In most cases, a girl swallows pills at home, according to Luis Zayas, a psychologist and professor of social work at Washington University in St. Louis. Zayas is in the middle of a five-year study of more than 150 young Latina girls who have attempted suicide. He says cutting is also finding a following among Latinas.
The physical pain of cutting helps to mask their emotional pain, says Carolina Hausman, a social worker who assists Zayas. "These adolescents have intense emotions and no tools to process them," she adds. "Their body has to be calmed down somehow. They talk about seeing blood go down their wrist as a release."
Suicide attempts can spread like a virus, from girlfriend to girlfriend. Michelle -- whose last name, like some others in this article, has been withheld to protect her privacy -- says she knew of two girls who had made attempts before she did. A friend of one girl Hausman works with not only told the girl how to cut herself but advised her to minimize the pain by putting Vaseline on the area.
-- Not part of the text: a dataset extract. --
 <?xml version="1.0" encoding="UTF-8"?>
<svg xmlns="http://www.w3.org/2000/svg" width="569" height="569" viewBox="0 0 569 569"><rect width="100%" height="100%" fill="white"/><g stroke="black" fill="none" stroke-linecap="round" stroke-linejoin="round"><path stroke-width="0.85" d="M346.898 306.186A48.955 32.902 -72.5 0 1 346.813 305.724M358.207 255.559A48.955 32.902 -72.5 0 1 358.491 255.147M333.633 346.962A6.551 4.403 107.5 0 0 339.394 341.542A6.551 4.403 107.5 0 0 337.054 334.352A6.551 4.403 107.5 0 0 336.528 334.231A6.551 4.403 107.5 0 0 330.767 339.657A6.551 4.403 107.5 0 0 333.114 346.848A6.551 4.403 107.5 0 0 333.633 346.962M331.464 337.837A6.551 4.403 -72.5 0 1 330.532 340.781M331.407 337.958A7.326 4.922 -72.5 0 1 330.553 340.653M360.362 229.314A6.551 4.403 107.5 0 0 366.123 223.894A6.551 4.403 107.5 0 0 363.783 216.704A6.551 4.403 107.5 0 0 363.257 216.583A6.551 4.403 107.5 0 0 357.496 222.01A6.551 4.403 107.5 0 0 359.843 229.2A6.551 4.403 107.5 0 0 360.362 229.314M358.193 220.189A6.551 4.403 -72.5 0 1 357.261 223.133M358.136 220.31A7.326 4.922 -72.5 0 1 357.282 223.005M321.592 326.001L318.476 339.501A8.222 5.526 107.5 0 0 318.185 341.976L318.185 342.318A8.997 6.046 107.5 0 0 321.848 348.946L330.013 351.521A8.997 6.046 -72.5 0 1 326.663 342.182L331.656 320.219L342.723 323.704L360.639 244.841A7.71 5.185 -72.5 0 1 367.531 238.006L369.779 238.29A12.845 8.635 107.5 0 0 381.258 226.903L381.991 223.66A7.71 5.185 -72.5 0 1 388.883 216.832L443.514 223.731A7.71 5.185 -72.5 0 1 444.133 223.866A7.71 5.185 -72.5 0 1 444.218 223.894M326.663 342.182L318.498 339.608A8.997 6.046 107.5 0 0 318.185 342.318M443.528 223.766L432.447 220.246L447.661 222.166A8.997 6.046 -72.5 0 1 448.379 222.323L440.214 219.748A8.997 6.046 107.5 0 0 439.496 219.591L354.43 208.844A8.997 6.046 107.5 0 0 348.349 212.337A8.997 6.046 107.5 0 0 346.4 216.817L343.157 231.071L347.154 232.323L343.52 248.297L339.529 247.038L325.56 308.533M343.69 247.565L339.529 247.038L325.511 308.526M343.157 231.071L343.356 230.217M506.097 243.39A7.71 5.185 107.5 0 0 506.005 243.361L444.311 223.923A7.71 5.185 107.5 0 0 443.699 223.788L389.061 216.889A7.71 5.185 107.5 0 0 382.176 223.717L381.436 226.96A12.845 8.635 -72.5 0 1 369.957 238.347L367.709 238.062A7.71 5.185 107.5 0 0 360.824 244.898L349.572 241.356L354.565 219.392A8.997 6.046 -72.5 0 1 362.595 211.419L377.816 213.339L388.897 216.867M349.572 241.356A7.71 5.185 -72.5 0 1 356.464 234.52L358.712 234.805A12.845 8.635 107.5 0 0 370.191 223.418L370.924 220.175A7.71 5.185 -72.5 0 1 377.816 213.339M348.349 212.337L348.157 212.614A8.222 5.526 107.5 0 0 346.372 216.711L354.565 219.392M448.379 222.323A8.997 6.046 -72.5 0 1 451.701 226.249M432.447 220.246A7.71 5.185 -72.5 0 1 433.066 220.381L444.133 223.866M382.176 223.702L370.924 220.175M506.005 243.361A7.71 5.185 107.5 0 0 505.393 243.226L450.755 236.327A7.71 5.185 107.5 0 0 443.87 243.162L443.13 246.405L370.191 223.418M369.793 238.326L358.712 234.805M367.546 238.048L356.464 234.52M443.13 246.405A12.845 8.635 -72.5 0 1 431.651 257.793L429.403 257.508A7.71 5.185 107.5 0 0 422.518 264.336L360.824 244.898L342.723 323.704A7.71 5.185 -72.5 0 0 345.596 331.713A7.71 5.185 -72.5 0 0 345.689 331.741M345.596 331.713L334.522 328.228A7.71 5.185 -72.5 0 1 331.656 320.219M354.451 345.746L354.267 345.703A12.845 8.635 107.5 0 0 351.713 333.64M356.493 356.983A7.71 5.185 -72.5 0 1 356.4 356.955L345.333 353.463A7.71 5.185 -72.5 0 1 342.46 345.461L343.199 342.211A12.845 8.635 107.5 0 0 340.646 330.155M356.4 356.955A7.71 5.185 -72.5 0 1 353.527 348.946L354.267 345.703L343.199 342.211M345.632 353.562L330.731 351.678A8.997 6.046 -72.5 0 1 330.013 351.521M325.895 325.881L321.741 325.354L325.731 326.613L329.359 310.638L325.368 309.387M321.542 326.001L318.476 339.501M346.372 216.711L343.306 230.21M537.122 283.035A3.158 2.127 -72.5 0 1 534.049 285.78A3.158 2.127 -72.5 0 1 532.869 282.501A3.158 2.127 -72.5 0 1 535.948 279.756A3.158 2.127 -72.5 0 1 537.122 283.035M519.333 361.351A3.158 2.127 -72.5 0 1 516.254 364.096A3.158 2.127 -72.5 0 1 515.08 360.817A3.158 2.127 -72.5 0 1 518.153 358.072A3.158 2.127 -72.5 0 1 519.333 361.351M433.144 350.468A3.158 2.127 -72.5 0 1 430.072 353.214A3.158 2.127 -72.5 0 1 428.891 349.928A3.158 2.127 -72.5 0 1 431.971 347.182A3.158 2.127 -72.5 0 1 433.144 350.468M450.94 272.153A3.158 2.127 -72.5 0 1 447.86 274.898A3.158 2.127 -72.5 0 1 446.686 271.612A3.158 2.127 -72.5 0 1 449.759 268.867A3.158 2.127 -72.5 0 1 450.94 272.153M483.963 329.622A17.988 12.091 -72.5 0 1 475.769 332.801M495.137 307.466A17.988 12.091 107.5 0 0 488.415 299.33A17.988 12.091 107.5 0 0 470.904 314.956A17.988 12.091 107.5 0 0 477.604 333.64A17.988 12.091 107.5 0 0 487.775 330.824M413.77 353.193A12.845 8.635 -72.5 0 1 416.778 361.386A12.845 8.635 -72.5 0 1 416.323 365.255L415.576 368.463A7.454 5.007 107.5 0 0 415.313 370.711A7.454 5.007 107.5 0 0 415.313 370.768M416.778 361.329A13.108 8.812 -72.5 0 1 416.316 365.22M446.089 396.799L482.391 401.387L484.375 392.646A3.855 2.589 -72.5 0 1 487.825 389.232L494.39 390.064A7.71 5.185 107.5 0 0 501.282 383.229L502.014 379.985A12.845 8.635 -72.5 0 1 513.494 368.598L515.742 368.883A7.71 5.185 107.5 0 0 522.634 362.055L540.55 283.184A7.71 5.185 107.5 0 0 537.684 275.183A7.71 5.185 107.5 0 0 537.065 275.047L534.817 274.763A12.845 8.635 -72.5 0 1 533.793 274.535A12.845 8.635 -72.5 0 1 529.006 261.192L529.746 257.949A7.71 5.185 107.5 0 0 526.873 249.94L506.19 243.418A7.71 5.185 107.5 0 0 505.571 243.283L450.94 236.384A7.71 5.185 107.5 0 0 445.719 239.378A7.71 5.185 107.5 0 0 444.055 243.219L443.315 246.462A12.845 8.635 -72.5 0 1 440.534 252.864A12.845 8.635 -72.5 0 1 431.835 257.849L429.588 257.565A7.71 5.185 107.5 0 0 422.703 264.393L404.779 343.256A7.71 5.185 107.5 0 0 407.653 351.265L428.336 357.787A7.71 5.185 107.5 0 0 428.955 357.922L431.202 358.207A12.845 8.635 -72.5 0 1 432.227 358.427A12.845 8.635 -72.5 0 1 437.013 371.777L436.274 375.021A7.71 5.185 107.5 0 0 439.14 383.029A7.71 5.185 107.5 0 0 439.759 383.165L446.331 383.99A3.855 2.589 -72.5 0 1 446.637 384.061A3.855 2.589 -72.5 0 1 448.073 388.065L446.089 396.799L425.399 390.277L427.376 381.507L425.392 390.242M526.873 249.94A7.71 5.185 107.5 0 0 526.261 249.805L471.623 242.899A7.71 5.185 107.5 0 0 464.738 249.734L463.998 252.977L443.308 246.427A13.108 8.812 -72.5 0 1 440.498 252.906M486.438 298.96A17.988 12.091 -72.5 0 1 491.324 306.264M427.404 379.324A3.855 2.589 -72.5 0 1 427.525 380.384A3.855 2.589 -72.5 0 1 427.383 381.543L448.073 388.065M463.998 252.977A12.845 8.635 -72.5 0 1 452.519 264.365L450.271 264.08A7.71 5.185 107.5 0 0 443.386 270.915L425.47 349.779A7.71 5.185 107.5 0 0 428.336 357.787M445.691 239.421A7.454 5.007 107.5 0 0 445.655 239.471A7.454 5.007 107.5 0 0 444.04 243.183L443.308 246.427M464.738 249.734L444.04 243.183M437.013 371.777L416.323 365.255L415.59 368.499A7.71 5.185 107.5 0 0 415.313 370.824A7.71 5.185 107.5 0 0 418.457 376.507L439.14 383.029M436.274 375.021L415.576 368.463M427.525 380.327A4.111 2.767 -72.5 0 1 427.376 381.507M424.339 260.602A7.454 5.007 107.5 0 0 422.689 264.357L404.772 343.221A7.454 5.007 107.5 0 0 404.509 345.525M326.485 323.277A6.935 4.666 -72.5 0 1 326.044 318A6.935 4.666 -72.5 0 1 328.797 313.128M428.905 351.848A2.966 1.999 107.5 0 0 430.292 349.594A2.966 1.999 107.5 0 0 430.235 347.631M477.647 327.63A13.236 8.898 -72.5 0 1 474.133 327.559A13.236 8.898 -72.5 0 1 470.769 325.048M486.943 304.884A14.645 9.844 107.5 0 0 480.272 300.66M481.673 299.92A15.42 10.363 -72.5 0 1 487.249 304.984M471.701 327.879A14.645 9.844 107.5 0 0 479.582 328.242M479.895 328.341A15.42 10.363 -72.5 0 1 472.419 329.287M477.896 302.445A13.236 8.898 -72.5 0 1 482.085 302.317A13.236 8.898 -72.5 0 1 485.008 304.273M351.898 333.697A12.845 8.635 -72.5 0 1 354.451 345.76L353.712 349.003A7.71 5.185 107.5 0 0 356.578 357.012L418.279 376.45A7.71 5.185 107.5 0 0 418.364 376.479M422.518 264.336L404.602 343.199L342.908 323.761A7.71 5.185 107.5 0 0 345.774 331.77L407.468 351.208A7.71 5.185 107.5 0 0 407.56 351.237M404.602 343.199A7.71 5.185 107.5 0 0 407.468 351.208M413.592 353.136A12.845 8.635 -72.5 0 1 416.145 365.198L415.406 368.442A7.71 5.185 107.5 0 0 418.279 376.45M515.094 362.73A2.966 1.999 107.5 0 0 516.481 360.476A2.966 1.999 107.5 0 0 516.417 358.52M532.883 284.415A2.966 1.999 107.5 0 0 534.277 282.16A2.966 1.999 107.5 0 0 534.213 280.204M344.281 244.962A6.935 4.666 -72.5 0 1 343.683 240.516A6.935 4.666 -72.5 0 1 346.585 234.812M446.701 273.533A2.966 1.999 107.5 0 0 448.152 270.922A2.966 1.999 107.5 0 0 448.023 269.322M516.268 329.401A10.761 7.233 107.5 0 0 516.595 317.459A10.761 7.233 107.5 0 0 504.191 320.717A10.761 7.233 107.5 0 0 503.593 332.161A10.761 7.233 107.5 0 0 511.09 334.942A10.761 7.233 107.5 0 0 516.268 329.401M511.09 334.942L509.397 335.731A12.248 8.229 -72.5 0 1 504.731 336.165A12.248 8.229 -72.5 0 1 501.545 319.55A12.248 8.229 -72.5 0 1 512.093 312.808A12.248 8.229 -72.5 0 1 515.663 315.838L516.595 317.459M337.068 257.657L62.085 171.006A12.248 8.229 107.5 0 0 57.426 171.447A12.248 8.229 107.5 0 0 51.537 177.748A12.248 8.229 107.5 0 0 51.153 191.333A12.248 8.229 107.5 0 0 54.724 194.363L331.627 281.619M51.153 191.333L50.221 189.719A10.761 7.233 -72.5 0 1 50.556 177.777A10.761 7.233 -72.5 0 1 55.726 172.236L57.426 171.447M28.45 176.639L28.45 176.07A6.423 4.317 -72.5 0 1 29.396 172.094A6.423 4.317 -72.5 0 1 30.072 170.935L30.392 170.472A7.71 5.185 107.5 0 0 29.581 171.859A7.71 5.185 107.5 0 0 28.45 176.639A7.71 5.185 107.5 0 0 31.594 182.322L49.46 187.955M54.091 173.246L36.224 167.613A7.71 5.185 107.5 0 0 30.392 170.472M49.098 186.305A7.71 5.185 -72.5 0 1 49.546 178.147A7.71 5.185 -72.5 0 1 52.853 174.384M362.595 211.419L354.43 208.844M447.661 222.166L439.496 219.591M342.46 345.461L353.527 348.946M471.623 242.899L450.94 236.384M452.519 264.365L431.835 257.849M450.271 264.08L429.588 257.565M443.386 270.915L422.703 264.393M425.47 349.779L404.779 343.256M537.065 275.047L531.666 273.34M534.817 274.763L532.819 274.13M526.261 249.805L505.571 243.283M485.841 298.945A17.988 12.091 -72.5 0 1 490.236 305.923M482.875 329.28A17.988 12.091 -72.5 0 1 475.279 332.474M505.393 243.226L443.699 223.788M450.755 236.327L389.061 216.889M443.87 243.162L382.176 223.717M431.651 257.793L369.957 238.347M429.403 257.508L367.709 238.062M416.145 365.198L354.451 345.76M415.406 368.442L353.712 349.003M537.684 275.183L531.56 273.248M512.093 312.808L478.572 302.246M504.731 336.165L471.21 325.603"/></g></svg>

Zayas and other experts suggest that suicide attempts like these are more a cry for help than evidence of a will to die. Were these girls living in the countries they or their parents were born in -- where they might enjoy strong ties to relatives, communities and familiar customs -- there's a good chance they wouldn't feel a need to act out, Zayas says. But here they struggle with feelings of powerlessness and frustration, torn between an American popular culture that encourages them to be sexy and assertive, and family expectations that they be modest and submissive.
Add to that the isolation they may feel in school and you get some pretty depressed teenagers, Zayas says. They rarely seek help partly because they and their parents are suspicious of mental health services and believe in keeping family troubles in the family.